Peter steadied himself. “Tell me where Aphon is and I’ll make it quick.” The witch’s head slowly turned to the side. He saw her silhouetted cheeks rise into a smile and shivered.
“You’re not him.” she said with a note of delight.
“Who?”
She rose from her chair and faced him. “Not you. Perhaps he’s already dead...”
His aim was on her throat, ready to mangle any spells before they began “Your death is
come, witch. Make the judgment lighter and tell me where the demon is.”
She laid her hand on his shoulder and swept a lone finger down his dark blue shirt, her finger an island of ivory against the dark cotton. “Why tell you...” she grinned and looked up to him with fervent eyes, “when I can show you.” She flicked her hand aside like she was dismissing a mere servant.
The air cracked to a sudden force, swallowed up by the sound of the angel hitting the floor. His gun sprawled along the ground until it was stopped by a foot. Peter kept his eye on it and fumbled toward the weapon. “I can make it difficult too, heretic.” he said under his breath, the weapon not budging underneath the man’s foot.

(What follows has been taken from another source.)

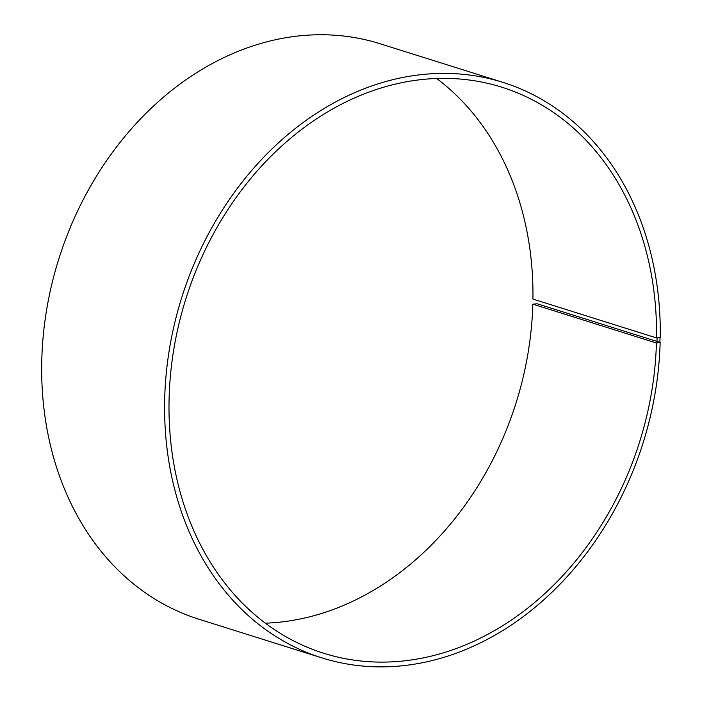 <?xml version="1.0" encoding="UTF-8"?>
<svg xmlns="http://www.w3.org/2000/svg" width="702" height="702" viewBox="0 0 702 702"><rect width="100%" height="100%" fill="white"/><g stroke="black" fill="none" stroke-linecap="round" stroke-linejoin="round"><path stroke-width="1.05" d="M436.609 78.457A296.709 237.899 107.5 0 1 532.932 299.087L656.528 337.934A296.709 237.899 107.5 0 0 501.772 87.188A296.709 237.899 107.5 0 0 185.846 298.903A296.709 237.899 107.5 0 0 323.815 653.299A296.709 237.899 107.5 0 0 656.423 343.006L660.152 342.444L537.223 303.799L532.827 304.15L656.423 343.006M265.374 623.174A296.709 237.899 107.5 0 0 532.827 304.15M656.528 337.934L657.081 337.96L656.975 343.041M657.081 337.96L660.003 337.574L659.898 342.716M660.003 337.574L660.257 337.293A301.658 241.865 107.5 0 0 502.913 82.362A301.658 241.865 107.5 0 0 181.721 297.604A301.658 241.865 107.5 0 0 321.99 657.914A301.658 241.865 107.5 0 0 660.152 342.444M502.913 82.362L379.993 43.717A301.658 241.865 107.5 0 0 58.801 258.968A301.658 241.865 107.5 0 0 199.07 619.269L321.99 657.914"/></g></svg>

“Mind your tongue, angel, you do not know who you address.” intoned an unmistakable voice. Peter looked up to find the fine featured countenance of his nemesis, his irises a putrid yellow behind scraggly brown locks.
Aphon.
Peter smiled. “The devil’s whore and a demon in a dull eyed wastrel? You are not the first nameless pissants I have cast into ruin.”
Aphon stayed still and pointed a languid hand at Agatha. “That is Baba-Yaga.” Peter turned back to Agatha, finding luminescent beryl eyes swirling with life that should not be. He had seen that pale green light before and felt terror unbound rise within his being.
“Impossible...” muttered Peter. Her banishment was so profound the flash could be seen from Heaven to the dark valleys of Tartarus. This one is an impostor. Must be.
Agatha put a lazy hand over his forearm and smiled wider than her face would allow. “Impossible? No. And here I thought one like you would be most acquainted with miracles.”
And curses.
Agatha walked around him, as if surveying a trophy, her sapphire eyes gleaming as much as her smile. She looked to Aphon. “How is he?”